La plus secrète mémoire des hommes / Mohamed Mbougar Sarr /Prix Goncourt 2021
En 2018, Diégane Latyr Faye, jeune écrivain sénégalais, découvre à Paris l'existence d'un livre mythique paru en 1938 : « le Labyrinthe de l'inhumain ». Peu après la publication de ce livre, son auteur, T. C. Elimane, a disparu. On a véritablement perdu la trace de cet écrivain qualifié en son temps de « Rimbaud nègre », depuis le scandale que provoqua la parution de ce texte.
Diégane est fasciné par ce livre puissant dans lequel l'auteur a mis une partie de son âme, envoûté par l'auteur lui-même et le mystère qui gravite autour de lui, et il décide de s'engager sur la piste du mystérieux T. C. Elimane. le livre d'Elimane est étonnant en tout point, par son sujet, par son style, et par son auteur, un africain de 23 ans dont nul n'a jamais entendu parler. Ensuite, Diégane est interloqué par le fait que cet auteur n'ait écrit qu'un seul livre avant de disparaître. Et puis pourquoi le livre n'a-t-il jamais été réédité, ce qui a rendu l'ouvrage quasiment introuvable aujourd'hui.
La rencontre fortuite dans un café de la sulfureuse et aguichante quoique sexagénaire romancière sénégalaise Siga D. va changer la donne assez rapidement : elle détient un exemplaire du livre. Cette femme au passé aventureux devient vite l'Araignée-mère qui tisse sa toile autour de la mouche qu'est Diégane. Elle lui confie que ce qui l'intrigue, l'attire et l'intéresse au premier chef au sujet de Elimane, c'est son silence et sa disparition. On apprend alors qu'en vérité, Elimane est le cousin de Siga.
La suite, Diégane la raconte dans un premier temps sous forme d'un journal relatant les réunions d'un groupe d'amis écrivains afin d'élucider le mystère T. C. Elimane. Diégane se livre à une violente diatribe contre les écrivains africains qu'il accuse d'incontinence littéraire, la maladie la plus répandue à l'époque de l'émergence des écrivains africains avant d'en venir au cas d'Élimane. Dans le groupe, Diégane a remarqué la belle et troublante Béatrice Nanga enveloppée en permanence d'une lourde aura de sensualité. le groupe n'est pas un mouvement et chacun marche seul vers son destin littéraire. Après que Musimbwa a lu au groupe, in extenso durant trois heures, « le Labyrinthe de l'inhumain », la sidération est totale avant que ne s'ouvrent les débats dans le fracas le plus total, quand Musimbwa le trouve magistral tout comme Diégane, Béatrice trop intelligent, et Sanza détestable, pour lui une mystagogie risible et une parodie de mauvais goût. Ils ont consulté les papiers de plusieurs critiques qui accusent Élimane de plagiat. C'est alors que certains défenseurs expliquent que toute l'histoire de la littérature est l'histoire d'un grand plagiat, Montaigne de Plutarque, La Fontaine d'Ésope, Molière de Plaute, Corneille de Guillèn de Castro.

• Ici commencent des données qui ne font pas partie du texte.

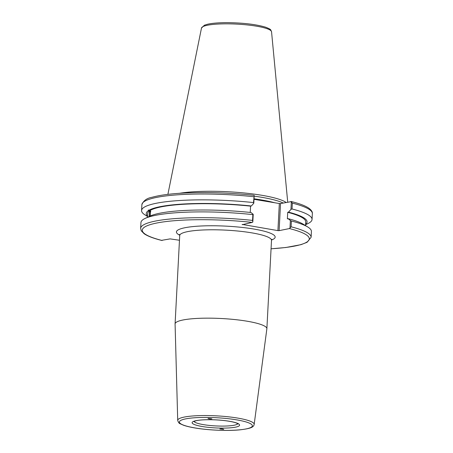 <?xml version="1.0" encoding="UTF-8"?>
<svg xmlns="http://www.w3.org/2000/svg" width="453" height="453" viewBox="0 0 453 453"><rect width="100%" height="100%" fill="white"/><g stroke="black" fill="none" stroke-linecap="round" stroke-linejoin="round"><path stroke-width="0.68" d="M219.847 428.963C221.732 428.81 223.029 428.94 223.737 429.37L219.847 428.963M211.885 418.832C210.005 418.991 208.708 418.855 207.995 418.43L211.885 418.832M254.167 424.416L266.868 328.816A45.963 7.803 -177 0 0 266.879 328.714A45.963 7.803 -177 0 0 221.387 318.516A45.963 7.803 -177 0 0 175.084 323.901A45.963 7.803 -177 0 0 175.084 324.008L177.718 420.412C178.318 422.4 179.19 423.538 180.334 423.827L183.374 425.186C186.353 426.25 190.3 427.19 195.22 428.006C208.646 430.288 228.102 431.069 240.266 429.806C250.713 428.498 253.572 427.309 254.167 424.416A38.279 6.495 -177 0 0 216.291 415.837A38.279 6.495 -177 0 0 177.718 420.412M161.636 240.345L170.124 238.884L179.467 240.26M271.064 248.805L285.826 247.508L301.035 244.648L307.077 242.293L311.115 237.287A85.351 14.485 -177 0 0 291.092 226.8L289.439 228.567L279.116 230.639L280.537 203.544L279.337 203.522L277.916 230.617L279.116 230.639M277.916 230.617L242.208 224.422M162.14 240.486A83.618 14.19 3 0 1 156.625 223.046A83.618 14.19 3 0 1 252.281 222.4L242.191 224.688M311.115 237.287L311.415 231.5A85.351 14.485 -177 0 0 307.763 226.981L303.284 224.235A80.509 13.664 -177 0 0 288.165 218.686L290.379 220.492L289.971 228.216M307.763 226.981A85.351 14.485 -177 0 0 291.398 221.013L290.379 220.492M305.526 225.611L305.724 221.891A79.162 13.437 -177 0 0 287.723 212.31L287.378 218.844L288.165 218.686M305.594 224.377A80.509 13.664 -177 0 0 288.51 212.151L287.723 212.31M149.609 216.285A2.809 0.651 95.3 0 1 149.558 213.346A2.809 0.651 95.3 0 1 150.3 211.104A2.809 0.651 95.3 0 1 150.413 211.075A2.809 0.651 95.3 0 1 150.747 211.653M149.06 216.545L149.637 210.804L148.329 210.679L148.408 210.05L150.362 210.345L150.368 215.934M150.277 210.339A3.641 0.844 -84.7 0 0 149.428 212.859A3.641 0.844 -84.7 0 0 149.326 216.421M250.237 212.434L250.566 206.138L251.353 205.979A80.509 13.664 -177 0 0 149.054 210.22M251.353 205.979L253.799 203.238L254.207 195.447L253.703 195.305L254.207 195.447L253.487 202.576L253.799 203.238M253.487 202.576A85.351 14.485 -177 0 0 141.579 210.532A85.351 14.485 -177 0 0 145.232 215.05L147.468 216.421M148.329 210.679A80.509 13.664 -177 0 0 147.485 216.092M250.566 206.138A79.162 13.437 -177 0 0 150.362 210.345M253.221 214.326L251.013 212.519A80.509 13.664 -177 0 0 149.801 216.194L145.056 218.454A85.351 14.485 -177 0 0 140.951 222.565L140.645 228.352A85.351 14.485 -177 0 1 252.553 220.401L252.814 222.049L253.221 214.326L252.859 214.614L252.553 220.401M254.008 199.314L279.337 203.522M280.537 203.544L291.364 201.613L290.956 209.405L288.51 212.151M283.176 203.012A60.051 10.193 -177 0 0 254.173 196.155M252.281 222.4L252.814 222.049M290.86 201.472L292.338 203.114A85.351 14.485 3 0 1 312.355 213.606C312.615 211.981 311.46 210.186 308.901 208.227C305.339 205.792 299.41 203.544 291.115 201.477M305.577 224.705L307.944 223.572A85.351 14.485 -177 0 0 312.049 219.462A85.351 14.485 -177 0 0 292.026 208.975L292.338 203.114M290.956 209.405L292.026 208.975M286.081 202.429A60.572 10.277 -177 0 0 239.597 192.542A60.572 10.277 -177 0 0 179.507 193.301M291.092 226.8L291.398 221.013M252.859 214.614A85.351 14.485 -177 0 0 145.056 218.454M149.637 210.804A79.162 13.437 -177 0 0 147.616 213.601L147.423 217.327M179.445 234.467L179.716 235.532A45.963 7.803 3 0 1 204.269 229.937A45.963 7.803 3 0 1 251.33 232.78A45.963 7.803 3 0 1 271.506 240.345L266.879 328.714M237.831 423.702A22.027 3.737 3 0 1 234.173 425.214A22.027 3.737 3 0 1 203.629 424.665A22.027 3.737 3 0 1 194.043 421.403M202.57 426.567A23.76 4.032 -177 0 0 239.535 425.39A23.76 4.032 -177 0 0 205.492 419.738A23.76 4.032 -177 0 0 202.57 426.567M195.413 428.006A36.551 6.206 3 0 1 199.909 417.502A36.551 6.206 3 0 1 252.276 426.194A36.551 6.206 3 0 1 195.413 428.006M271.557 240.005A49.428 8.386 -177 0 0 253.448 228.975A49.428 8.386 -177 0 0 195.09 226.387A49.428 8.386 -177 0 0 179.705 235.192M289.439 228.567A83.618 14.19 3 0 1 271.064 248.771M274.711 202.751A60.051 10.193 -177 0 0 254.031 198.81M253.873 195.294C230.968 192.887 208.833 192.083 187.474 192.876C172.061 193.522 160.266 194.988 152.078 197.276C146.908 198.148 143.505 200.617 141.885 204.671A85.351 14.485 3 0 1 253.799 196.721M271.545 31.744C270.35 29.496 271.8 29.734 265.843 27.271C256.387 24.388 243.516 22.848 227.247 22.65C218.941 22.65 212.412 23.171 207.661 24.213L204.399 25.215L201.483 28.075A35.091 5.957 3 0 1 236.817 24.111A35.091 5.957 3 0 1 271.545 31.744L287.712 202.1M179.716 235.532L175.084 323.901M193.754 421.584L195.6 420.865C199.966 419.512 214.524 419.172 226.704 420.888C230.922 421.494 234.105 422.185 236.262 422.972L238.097 423.906L237.95 423.345M271.506 240.345L271.885 239.309M161.885 240.481C153.629 238.425 147.718 236.183 144.15 233.759L141.257 230.815L140.645 228.352M312.355 213.606L312.049 219.462M201.483 28.075L167.893 194.36M141.885 204.671L141.579 210.532"/></g></svg>

Il faut déjà faire mention du style étonnant de Mohamed Mbougar Sarr, usant d'un vocabulaire riche et coloré :
« Au dessert, l'ambiance se détendit. On s'offrit d'abord aux secousses galvaniques de la nuit à peine nubile, verte comme une jeune mangue. Puis tout s'adoucit ; la lune mûrit, prête à tomber du ciel. Nous pendions aux bras d'heures cotonneuses, vestibules de somptueux rêves… »
La rencontre passée, de Diégane avec Aïda est aussi un moment d'anthologie, une relation qui se poursuit, tumultueuse s'il en fut :
« Nous nous sommes rendus chez elle. Je me rappelle sa chevelure trempée, mouillant son visage, et le mien, quand nous avons défait l'amour en fragments étincelants, et ils nous encerclèrent comme les anneaux une planète. »
Diégane est un personnage finalement ambitieux qui brigue la célébrité sous des airs désinvoltes, amateurs de femmes aux belles poitrines. Il joue de ce qu'il ne veut pas tomber dans le piège de nombres d'écrivains africains qui se sont sentis contraints d'aborder certains thèmes inhérents à la culture et la pensée africaines.
Comme s'il voulait imiter Elimane, Mohamed Mbougar Sarr donne l'impression dans cet excellent roman d'initiation, une oeuvre réellement picaresque pleine d'humour, de vouloir tout y mettre de ce qu'il a à dire, comme si cela devait être soit l'unique soit la dernière de ses oeuvres. Un fantasme en rapport avec le Labyrinthe, un livre culte, rare et maléfique, un livre qui va bouleverser la vie de tous ceux qui l'ont lu.
. À trente et un ans, on peut espérer que Mohamed Mbougar Sarr ne s'en tiendra pas là et de toute façon, ce roman est son quatrième. Alors il n'y a pas de défi à attendre.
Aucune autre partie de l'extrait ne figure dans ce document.